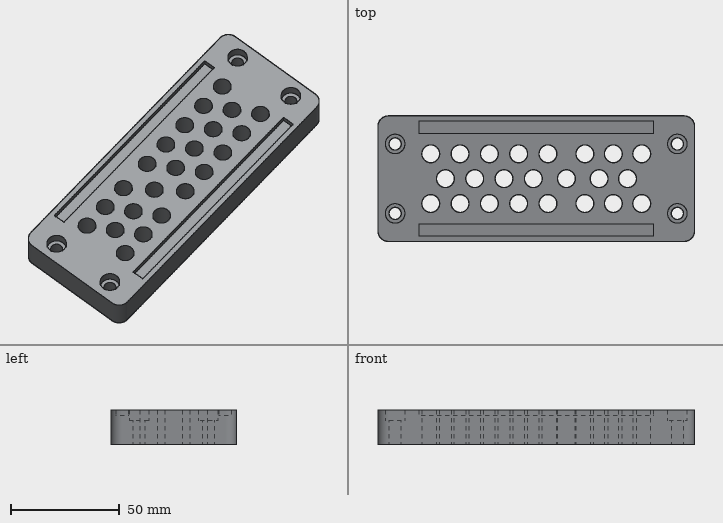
import cadquery as cq

LENGTH = 146.0
WIDTH = 58.0
HEIGHT = 16.0
CORNER_RADIUS = 5.0

MOUNT_SPACING_X = 130.0
MOUNT_SPACING_Y = 32.0
MOUNT_DIAMETER = 5.5
COUNTERBORE_DIAMETER = 9.0
COUNTERBORE_DEPTH = 5.0

HOLE_DIAMETER = 8.1
ROW_OFFSET = 11.45
ROW_HALF_LENGTH = 48.6
LEFT_COUNT = 5
LEFT_PITCH = 13.5
RIGHT_COUNT = 3
RIGHT_PITCH = 13.1

POCKET_LENGTH = 108.0
POCKET_WIDTH = 5.7
POCKET_OFFSET = 23.65
POCKET_DEPTH = 2.7


def outer_row_positions():
    """X positions of an outer row: a left group, a wider gap, then a right group."""
    left = [-ROW_HALF_LENGTH + i * LEFT_PITCH for i in range(LEFT_COUNT)]
    right = [ROW_HALF_LENGTH - i * RIGHT_PITCH for i in reversed(range(RIGHT_COUNT))]
    return left + right


def hole_centres():
    """Centres of all three rows; each middle hole sits midway between its neighbours."""
    outer = outer_row_positions()
    middle = [(a + b) / 2 for a, b in zip(outer, outer[1:])]
    centres = [(x, 0) for x in middle]
    for y in (-ROW_OFFSET, ROW_OFFSET):
        centres += [(x, y) for x in outer]
    return centres


def make_plate():
    """Flat block with rounded vertical corners, resting on Z = 0."""
    plate = cq.Workplane("XY").box(LENGTH, WIDTH, HEIGHT, centered=(True, True, False))
    return plate.edges("|Z").fillet(CORNER_RADIUS)


def top_plane(body):
    """Sketch plane on the top face, with its origin above the plate centre."""
    return body.faces(">Z").workplane(origin=(0, 0, HEIGHT))


def cut_mount_holes(body):
    corners = top_plane(body).rarray(MOUNT_SPACING_X, MOUNT_SPACING_Y, 2, 2)
    return corners.cboreHole(MOUNT_DIAMETER, COUNTERBORE_DIAMETER, COUNTERBORE_DEPTH)


def cut_hole_rows(body):
    return top_plane(body).pushPoints(hole_centres()).hole(HOLE_DIAMETER)


def cut_pockets(body):
    centres = [(0, -POCKET_OFFSET), (0, POCKET_OFFSET)]
    outlines = top_plane(body).pushPoints(centres).rect(POCKET_LENGTH, POCKET_WIDTH)
    return outlines.cutBlind(-POCKET_DEPTH)


result = cut_pockets(cut_hole_rows(cut_mount_holes(make_plate())))

* **EXERCISE DETAILS**
Take each line from the preceding material that contains "return" and copy it.

* **SOLUTION BELOW**
    return left + right
    return centres
    return plate.edges("|Z").fillet(CORNER_RADIUS)
    return body.faces(">Z").workplane(origin=(0, 0, HEIGHT))
    return corners.cboreHole(MOUNT_DIAMETER, COUNTERBORE_DIAMETER, COUNTERBORE_DEPTH)
    return top_plane(body).pushPoints(hole_centres()).hole(HOLE_DIAMETER)
    return outlines.cutBlind(-POCKET_DEPTH)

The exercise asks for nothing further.